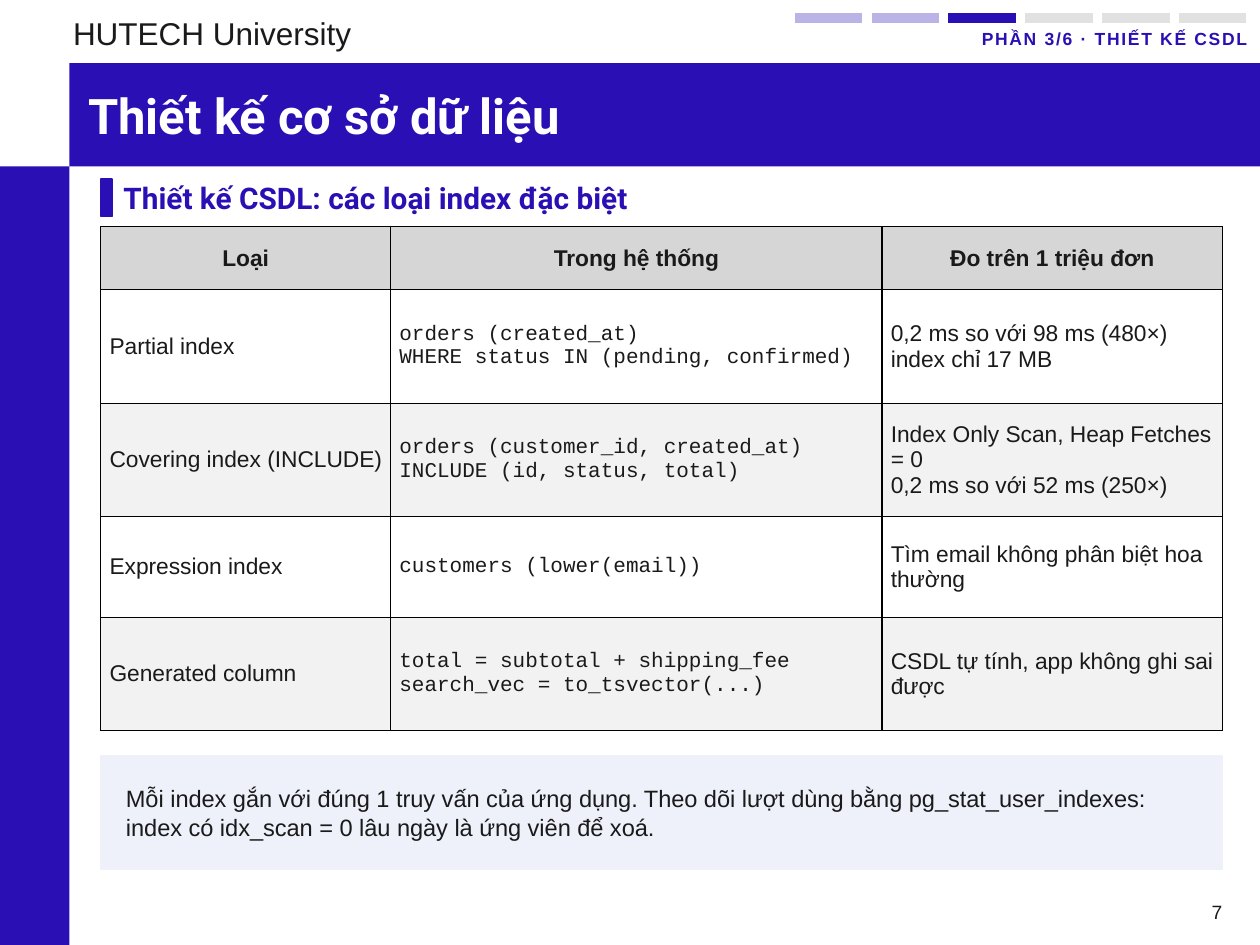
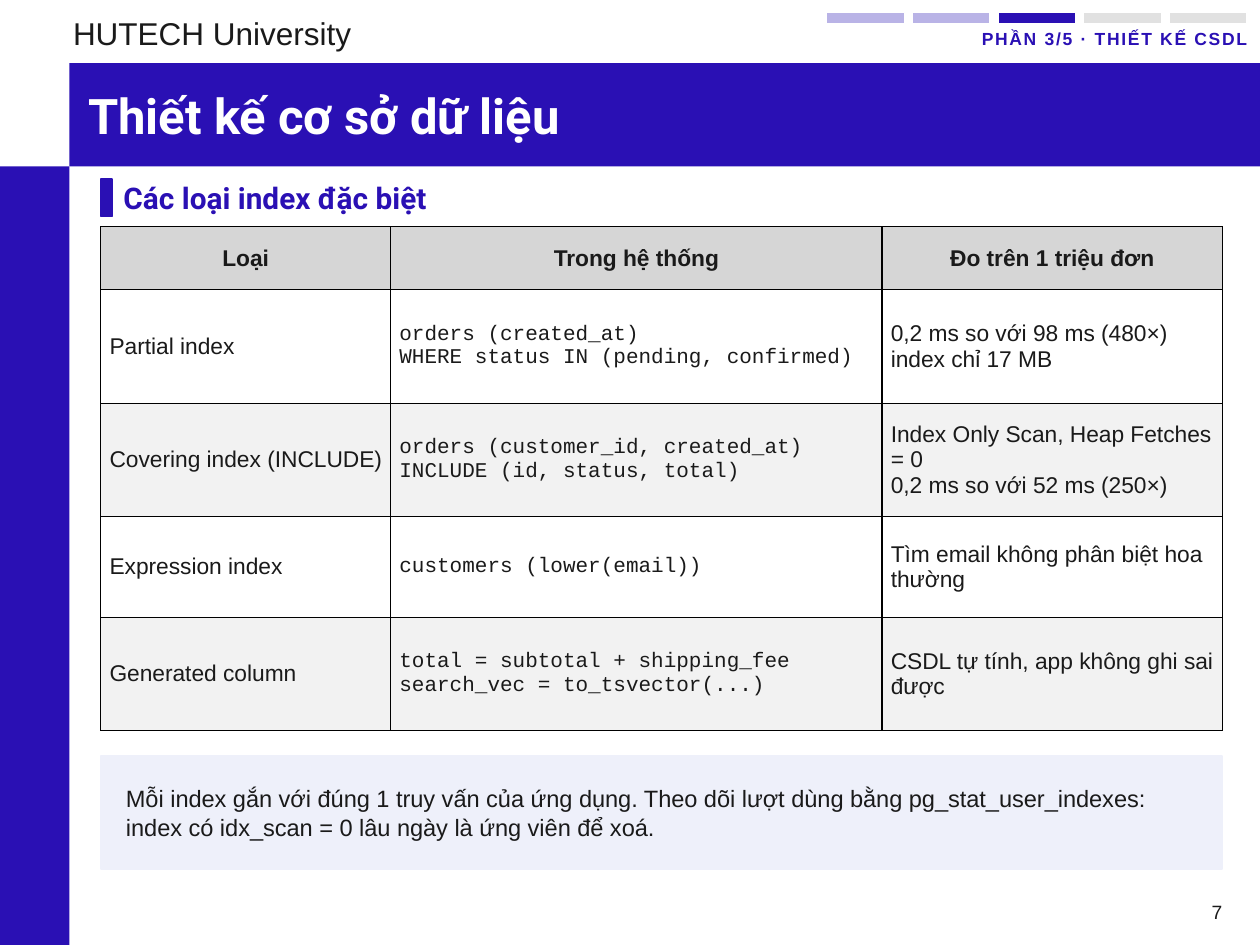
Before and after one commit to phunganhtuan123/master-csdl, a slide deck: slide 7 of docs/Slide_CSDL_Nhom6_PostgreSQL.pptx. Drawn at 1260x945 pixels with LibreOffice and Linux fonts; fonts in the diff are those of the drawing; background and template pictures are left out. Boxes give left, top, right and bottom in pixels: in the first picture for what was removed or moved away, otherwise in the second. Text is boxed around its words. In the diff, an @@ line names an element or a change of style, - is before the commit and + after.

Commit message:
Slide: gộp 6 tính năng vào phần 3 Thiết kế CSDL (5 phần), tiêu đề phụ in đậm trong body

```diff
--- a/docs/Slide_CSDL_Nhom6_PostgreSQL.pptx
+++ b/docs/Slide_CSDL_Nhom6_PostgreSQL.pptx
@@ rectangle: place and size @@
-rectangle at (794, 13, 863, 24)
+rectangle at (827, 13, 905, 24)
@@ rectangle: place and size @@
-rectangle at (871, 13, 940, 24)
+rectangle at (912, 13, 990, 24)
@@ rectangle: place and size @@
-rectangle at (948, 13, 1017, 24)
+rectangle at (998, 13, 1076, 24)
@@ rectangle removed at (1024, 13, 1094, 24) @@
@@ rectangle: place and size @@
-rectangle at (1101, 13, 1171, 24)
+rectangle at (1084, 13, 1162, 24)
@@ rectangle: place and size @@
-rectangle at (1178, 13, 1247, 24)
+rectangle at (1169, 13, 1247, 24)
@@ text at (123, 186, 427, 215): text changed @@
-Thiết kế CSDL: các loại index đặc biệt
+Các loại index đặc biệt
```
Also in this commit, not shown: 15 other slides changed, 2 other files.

What to produce:
Each record above has to be written out again in full, but its pictures must not be.

Exercise result:
Before and after one commit to phunganhtuan123/master-csdl, a slide deck: slide 7 of docs/Slide_CSDL_Nhom6_PostgreSQL.pptx. Drawn at 1260x945 pixels with LibreOffice and Linux fonts; fonts in the diff are those of the drawing; background and template pictures are left out. Boxes give left, top, right and bottom in pixels: in the first picture for what was removed or moved away, otherwise in the second. Text is boxed around its words. In the diff, an @@ line names an element or a change of style, - is before the commit and + after.

Commit message:
Slide: gộp 6 tính năng vào phần 3 Thiết kế CSDL (5 phần), tiêu đề phụ in đậm trong body

```diff
--- a/docs/Slide_CSDL_Nhom6_PostgreSQL.pptx
+++ b/docs/Slide_CSDL_Nhom6_PostgreSQL.pptx
@@ rectangle: place and size @@
-rectangle at (794, 13, 863, 24)
+rectangle at (827, 13, 905, 24)
@@ rectangle: place and size @@
-rectangle at (871, 13, 940, 24)
+rectangle at (912, 13, 990, 24)
@@ rectangle: place and size @@
-rectangle at (948, 13, 1017, 24)
+rectangle at (998, 13, 1076, 24)
@@ rectangle removed at (1024, 13, 1094, 24) @@
@@ rectangle: place and size @@
-rectangle at (1101, 13, 1171, 24)
+rectangle at (1084, 13, 1162, 24)
@@ rectangle: place and size @@
-rectangle at (1178, 13, 1247, 24)
+rectangle at (1169, 13, 1247, 24)
@@ text at (123, 186, 427, 215): text changed @@
-Thiết kế CSDL: các loại index đặc biệt
+Các loại index đặc biệt
```
Also in this commit, not shown: 15 other slides changed, 2 other files.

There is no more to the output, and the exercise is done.